Moniba, Ayesha and I also started learning about journalism from a British organisation called the Institute for War and Peace Reporting, which ran a project called Open Minds Pakistan. It was fun learning how to report issues properly. I had become interested in journalism after seeing how my own words could make a difference and also from watching the Ugly Betty DVDs about life at an American magazine. This was a bit different – when we wrote about subjects close to our hearts these were topics like extremism and the Taliban rather than clothes and hairstyles.

All too soon it was another year of exams. I beat Malka-e-Noor for first place again although it was close.
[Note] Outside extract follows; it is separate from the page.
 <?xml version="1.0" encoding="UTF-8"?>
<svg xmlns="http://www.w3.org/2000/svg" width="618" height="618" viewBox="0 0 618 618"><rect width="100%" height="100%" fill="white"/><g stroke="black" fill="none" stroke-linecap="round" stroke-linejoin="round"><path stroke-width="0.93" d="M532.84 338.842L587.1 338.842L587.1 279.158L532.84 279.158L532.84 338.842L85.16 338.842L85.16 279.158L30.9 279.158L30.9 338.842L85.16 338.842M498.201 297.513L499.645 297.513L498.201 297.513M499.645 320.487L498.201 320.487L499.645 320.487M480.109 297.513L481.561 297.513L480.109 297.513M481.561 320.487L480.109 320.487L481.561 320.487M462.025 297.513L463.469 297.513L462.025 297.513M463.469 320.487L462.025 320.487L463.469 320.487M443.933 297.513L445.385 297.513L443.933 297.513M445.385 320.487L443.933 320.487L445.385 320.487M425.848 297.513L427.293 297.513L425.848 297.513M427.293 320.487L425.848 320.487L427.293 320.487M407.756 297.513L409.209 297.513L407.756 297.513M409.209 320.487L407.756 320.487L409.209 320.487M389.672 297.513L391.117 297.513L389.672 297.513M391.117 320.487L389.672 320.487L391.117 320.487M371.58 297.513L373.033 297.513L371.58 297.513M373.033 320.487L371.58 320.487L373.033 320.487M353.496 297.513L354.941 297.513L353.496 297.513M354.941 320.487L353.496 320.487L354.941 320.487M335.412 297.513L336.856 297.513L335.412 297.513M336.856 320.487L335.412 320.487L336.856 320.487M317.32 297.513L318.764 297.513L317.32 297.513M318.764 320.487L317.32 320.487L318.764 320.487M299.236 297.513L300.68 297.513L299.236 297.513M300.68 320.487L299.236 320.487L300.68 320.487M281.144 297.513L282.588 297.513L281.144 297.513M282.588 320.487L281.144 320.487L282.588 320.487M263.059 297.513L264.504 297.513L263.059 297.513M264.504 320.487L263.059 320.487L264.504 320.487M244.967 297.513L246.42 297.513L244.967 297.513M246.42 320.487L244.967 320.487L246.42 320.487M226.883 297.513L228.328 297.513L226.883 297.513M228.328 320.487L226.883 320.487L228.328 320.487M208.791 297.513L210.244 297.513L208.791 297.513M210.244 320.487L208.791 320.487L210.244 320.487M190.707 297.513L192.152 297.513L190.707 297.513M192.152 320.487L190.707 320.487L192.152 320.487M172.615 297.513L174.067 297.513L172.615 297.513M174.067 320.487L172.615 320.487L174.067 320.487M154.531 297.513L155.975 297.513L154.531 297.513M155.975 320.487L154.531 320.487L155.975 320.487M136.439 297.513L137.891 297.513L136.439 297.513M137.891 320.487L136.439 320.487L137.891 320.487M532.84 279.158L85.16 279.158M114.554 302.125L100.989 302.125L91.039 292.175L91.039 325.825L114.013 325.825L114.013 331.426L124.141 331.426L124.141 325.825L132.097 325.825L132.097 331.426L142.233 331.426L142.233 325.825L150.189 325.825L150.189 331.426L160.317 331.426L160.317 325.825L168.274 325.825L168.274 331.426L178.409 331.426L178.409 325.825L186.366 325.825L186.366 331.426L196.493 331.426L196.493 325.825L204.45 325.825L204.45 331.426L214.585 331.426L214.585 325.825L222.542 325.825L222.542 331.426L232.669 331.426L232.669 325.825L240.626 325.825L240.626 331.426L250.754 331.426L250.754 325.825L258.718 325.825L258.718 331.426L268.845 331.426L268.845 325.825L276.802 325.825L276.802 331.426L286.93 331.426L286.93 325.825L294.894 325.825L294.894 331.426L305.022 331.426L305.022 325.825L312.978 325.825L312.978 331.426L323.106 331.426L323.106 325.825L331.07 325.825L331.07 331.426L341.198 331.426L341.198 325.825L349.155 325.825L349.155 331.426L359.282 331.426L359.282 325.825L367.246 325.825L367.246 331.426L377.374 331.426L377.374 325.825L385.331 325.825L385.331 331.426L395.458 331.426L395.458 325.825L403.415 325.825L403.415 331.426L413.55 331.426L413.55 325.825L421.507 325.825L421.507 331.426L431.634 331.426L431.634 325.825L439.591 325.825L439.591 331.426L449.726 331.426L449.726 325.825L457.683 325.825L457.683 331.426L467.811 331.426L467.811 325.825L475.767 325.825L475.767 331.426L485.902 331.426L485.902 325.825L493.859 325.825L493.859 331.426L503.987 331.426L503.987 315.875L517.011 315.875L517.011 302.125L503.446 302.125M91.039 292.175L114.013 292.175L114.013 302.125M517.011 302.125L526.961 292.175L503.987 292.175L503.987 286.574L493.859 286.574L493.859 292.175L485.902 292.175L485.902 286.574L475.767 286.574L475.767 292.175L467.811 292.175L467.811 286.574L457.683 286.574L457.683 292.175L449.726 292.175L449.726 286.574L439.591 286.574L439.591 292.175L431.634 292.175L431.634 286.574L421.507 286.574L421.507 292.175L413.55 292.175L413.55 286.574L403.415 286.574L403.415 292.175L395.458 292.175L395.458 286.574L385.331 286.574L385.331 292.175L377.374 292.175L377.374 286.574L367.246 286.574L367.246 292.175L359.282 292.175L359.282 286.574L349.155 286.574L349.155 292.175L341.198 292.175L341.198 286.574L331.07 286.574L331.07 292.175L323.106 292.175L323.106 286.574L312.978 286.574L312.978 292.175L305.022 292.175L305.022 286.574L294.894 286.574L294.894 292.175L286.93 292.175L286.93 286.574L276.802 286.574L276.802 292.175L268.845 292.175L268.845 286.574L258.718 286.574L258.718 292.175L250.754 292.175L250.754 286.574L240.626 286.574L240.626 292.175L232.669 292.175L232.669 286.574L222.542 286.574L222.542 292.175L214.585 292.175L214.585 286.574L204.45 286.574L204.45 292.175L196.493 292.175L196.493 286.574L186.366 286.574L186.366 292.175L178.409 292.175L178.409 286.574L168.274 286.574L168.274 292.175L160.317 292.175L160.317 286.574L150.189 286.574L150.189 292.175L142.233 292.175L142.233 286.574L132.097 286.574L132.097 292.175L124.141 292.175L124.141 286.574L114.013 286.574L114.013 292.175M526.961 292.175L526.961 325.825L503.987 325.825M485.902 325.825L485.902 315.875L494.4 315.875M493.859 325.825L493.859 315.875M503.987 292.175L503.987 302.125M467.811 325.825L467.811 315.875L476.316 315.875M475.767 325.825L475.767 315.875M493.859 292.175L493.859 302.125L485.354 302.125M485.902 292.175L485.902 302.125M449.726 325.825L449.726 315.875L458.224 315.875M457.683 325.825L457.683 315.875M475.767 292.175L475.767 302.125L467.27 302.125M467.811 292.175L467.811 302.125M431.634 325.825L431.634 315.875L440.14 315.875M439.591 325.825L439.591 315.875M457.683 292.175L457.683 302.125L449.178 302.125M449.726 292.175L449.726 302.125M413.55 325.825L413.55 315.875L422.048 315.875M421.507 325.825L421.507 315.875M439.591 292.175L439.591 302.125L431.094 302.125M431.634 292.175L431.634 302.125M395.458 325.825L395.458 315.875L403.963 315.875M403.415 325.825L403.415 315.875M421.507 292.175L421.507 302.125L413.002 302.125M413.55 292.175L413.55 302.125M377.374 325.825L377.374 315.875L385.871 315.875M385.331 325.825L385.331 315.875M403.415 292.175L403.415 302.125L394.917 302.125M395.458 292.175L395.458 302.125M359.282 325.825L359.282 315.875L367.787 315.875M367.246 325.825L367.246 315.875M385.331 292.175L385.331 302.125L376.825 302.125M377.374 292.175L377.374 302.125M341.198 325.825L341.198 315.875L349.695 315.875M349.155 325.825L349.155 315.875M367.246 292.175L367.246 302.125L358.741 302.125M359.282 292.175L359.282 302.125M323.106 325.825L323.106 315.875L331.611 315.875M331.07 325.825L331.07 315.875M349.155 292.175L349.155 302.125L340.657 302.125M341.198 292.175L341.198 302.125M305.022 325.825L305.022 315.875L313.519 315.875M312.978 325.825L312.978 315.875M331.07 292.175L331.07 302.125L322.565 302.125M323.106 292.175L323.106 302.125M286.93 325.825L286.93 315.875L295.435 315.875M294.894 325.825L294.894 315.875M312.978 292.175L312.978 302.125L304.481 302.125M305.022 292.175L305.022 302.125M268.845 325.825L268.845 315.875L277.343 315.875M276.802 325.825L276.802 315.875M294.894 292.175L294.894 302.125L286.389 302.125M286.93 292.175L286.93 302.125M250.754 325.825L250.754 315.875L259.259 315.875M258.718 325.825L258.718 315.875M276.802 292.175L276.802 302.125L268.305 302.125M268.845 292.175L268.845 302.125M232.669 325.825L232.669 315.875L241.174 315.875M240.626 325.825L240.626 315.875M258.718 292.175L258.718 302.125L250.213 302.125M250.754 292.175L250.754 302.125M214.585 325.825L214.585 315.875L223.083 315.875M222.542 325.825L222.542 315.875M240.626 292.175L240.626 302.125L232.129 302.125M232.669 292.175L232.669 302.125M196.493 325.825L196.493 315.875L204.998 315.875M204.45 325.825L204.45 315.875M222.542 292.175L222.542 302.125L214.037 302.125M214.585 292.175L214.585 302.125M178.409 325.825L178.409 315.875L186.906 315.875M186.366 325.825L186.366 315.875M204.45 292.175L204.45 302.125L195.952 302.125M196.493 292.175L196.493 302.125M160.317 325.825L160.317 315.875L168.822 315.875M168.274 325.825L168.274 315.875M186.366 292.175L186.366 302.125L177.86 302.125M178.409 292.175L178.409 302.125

Our headmistress had tried to persuade her to be a school prefect but she said she couldn’t do anything that might distract her from her studies. ‘You should be more like Malala and do other things,’ said Madam Maryam. ‘It’s just as important as your education. Work isn’t everything.’ But I couldn’t blame her. She really wanted to please her parents, particularly her mother.

It wasn’t the same Swat as before – maybe it never would be – but it was returning to normal. Even some of the dancers of Banr Bazaar had moved back, although they were mostly making DVDs to sell, rather than performing live. We enjoyed peace festivals with music and dancing, unheard of under the Taliban. My father organised one of the festivals in Marghazar and invited those who had hosted the IDPs in the lower districts as a thank you. There was music all night long.

Things often seemed to happen around my birthday, and around the time I turned thirteen in July 2010 the rain came. We normally don’t have monsoons in Swat and at first we were happy, thinking the rain would mean a good harvest. But it was relentless and so heavy that you couldn’t even see the person standing in front of you. Environmentalists had warned that our mountains had been stripped of trees by the Taliban and timber smugglers. Soon muddy floods were raging down the valleys, sweeping away everything in their wake.

We were in school when the floods started and were sent home. But there was so much water that the bridge across the dirty stream was submerged so we had to find another way. The next bridge we came to was also submerged but the water wasn’t too deep so we splashed our way across. It smelt foul. We were wet and filthy by the time we got home.

The next day we heard that the school had been flooded. It took days for the water to drain away and when we returned we could see chest-high tide marks on the walls. There was mud, mud, mud everywhere. Our desks and chairs were covered with it. The classrooms smelt disgusting. There was so much damage that it cost my father 90,000 rupees to repair – equivalent to the monthly fees for ninety students.



It was the same story throughout Pakistan. The mighty Indus River, which flows from the Himalayas down through KPK and Punjab to Karachi and the Arabian Sea, and of which we are so proud, had turned into a raging torrent and burst its banks. Roads, crops and entire villages were washed away. Around 2,000 people drowned and 14 million people were affected. Many of them lost their homes and 7,000 schools were destroyed. It was the worst flood in living memory. The head of the United Nations, Ban Ki-moon, called it a ‘slow-motion tsunami’. We read that more lives had been affected and more damage had been caused by the floods than the Asian tsunami, our 2005 earthquake, Hurricane Katrina and the Haiti earthquake combined.

Swat was one of the places most affected. Thirty-four of our forty-two bridges had been washed away, cutting off much of the valley. Electric pylons had been smashed into pieces so we had no power. Our own street was on a hill so we were a bit better protected from the overflowing river, but we shivered at the sound of it, a growling, heavy-breathing dragon devouring everything in its path. The riverside hotels and restaurants where tourists used to eat trout and enjoy the views were all destroyed. The tourist areas were the hardest hit parts of Swat. Hill station resorts like Malam Jabba, Madyan and Bahrain were devastated, their hotels and bazaars in ruins.

We soon heard from our relatives that the damage in Shangla was unimaginable. The main road to our village from Alpuri, the capital of Shangla, had been washed away, and entire villages were submerged. Many of the houses on the hilly terraces of Karshat, Shahpur and Barkana had been taken by mudslides. My mother’s family home, where Uncle Faiz Mohammad lived, was still standing but the road it stood on had vanished.